Rothbard’s Housing Remedy

Economic theories don’t lend themselves to laboratory testing, so the work of a national appraisal firm is especially enlightening. A new study lends support to the Austrian business cycle theory, which says that the less government is involved, the faster a market will recover.

Pro Teck Valuation Services has posted a report comparing housing-market rebounds in cities with “nonjudicial” foreclosure processes with those with “judicial” ones. In other words, they compare states in which the government meddles less in foreclosure with states that meddle more.

Pro Teck found that of 30 metropolitan housing markets in nonjudicial states, housing markets corrected sooner and prices have rebounded more quickly than in states with more government involvement. Could Murray Rothbard have been correct that markets clean up clusters of malinvestment?

Pro Teck chief executive Tom O’Grady told The Los Angeles Times, “When we looked closer” at rebound performances state by state, “we observed that nonjudicial states bottomed out sooner” — typically between 2009 and 2011 — “versus 2011 to 2012 for judicial states, and have seen greater appreciation since the bottom,” typically 50-80% compared with just 10-45% for judicial states.

“Our hypothesis,” he added, “is that nonjudicial states have been able to work through the foreclosure [glut] faster, allowing them to get back into a nondistressed housing market sooner, and are therefore seeing greater appreciation.”

In October, the top 10 metro areas Pro Teck studies were in nonjudicial California. At the bottom were cities in Illinois and Florida, both judicial states. “Unlike California, which tore off the foreclosure Band-Aid quickly, Florida and Illinois have been slowly peeling it away,” the Pro Teck authors explain. “In these states there are still high ratios of foreclosure sales and hefty foreclosure discounts, which in turn are limiting any real recovery. Because of this, all of our bottom ten metros are in Florida or Illinois.”

The top 10 metro areas had less than four months of inventory for sale and averaged over 20% year-over-year appreciation. A key statistic in Pro Teck’s analysis is the ratio of foreclosure sales to total sales. In all of these markets it was under 10%. In the view of Pro Teck’s experts, “Supply-demand market fundamentals have returned, which should lead to a sustainable recovery.”

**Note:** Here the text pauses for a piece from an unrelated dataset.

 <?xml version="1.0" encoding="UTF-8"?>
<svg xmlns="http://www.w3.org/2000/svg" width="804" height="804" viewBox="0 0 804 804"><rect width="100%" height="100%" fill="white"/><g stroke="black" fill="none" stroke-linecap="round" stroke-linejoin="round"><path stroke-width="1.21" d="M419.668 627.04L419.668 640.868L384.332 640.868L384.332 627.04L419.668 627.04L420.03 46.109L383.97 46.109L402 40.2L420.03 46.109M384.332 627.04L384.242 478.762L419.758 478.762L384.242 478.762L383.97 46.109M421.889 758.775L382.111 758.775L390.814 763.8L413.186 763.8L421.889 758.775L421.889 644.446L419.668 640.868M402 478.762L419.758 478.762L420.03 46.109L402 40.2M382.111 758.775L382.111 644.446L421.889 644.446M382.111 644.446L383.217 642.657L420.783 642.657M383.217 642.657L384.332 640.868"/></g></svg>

In slow-moving judicial states, foreclosures are still 25-50% of sales, and unsold inventory remains high, at a five- to 10-month supply.

In the same vein that judges believe they facilitate orderly housing markets in judicial states, Ph.D.s and bureaucrats believe problems with the economy (inadequate aggregate demand) can be fixed with the proper committee-determined interest rate and the use of government force to keep businesses alive or keep certain prices in place.

The Austrian school is unique in recognizing that the real problem is the unsustainable boom. The eventual bust is really the economy’s required healing. Central bank interest-rate manipulation directs capital into high-order capital goods. These low interest rates make these projects appear economically sound, when in fact these projects are malinvestments.

The “cluster of entrepreneurial errors,” as Rothbard termed these malinvestments, is the result of central bank credit expansion driving rates below the natural rate of interest that would be set by individual time preferences.

As bad as what central banks and government policies do to incite the boom that creates the malinvestments, they compound the problem by not allowing the market to heal after the bust.

The financial press appears confounded by the continued lackluster recovery. Five years have passed and trillions of government dollars have been spent since the financial crash. Unemployment is still high, as is the use of food stamps. However, keeping assets in the hands of failed managers with a boom-time cost basis is a sure way to prolong the stagnation.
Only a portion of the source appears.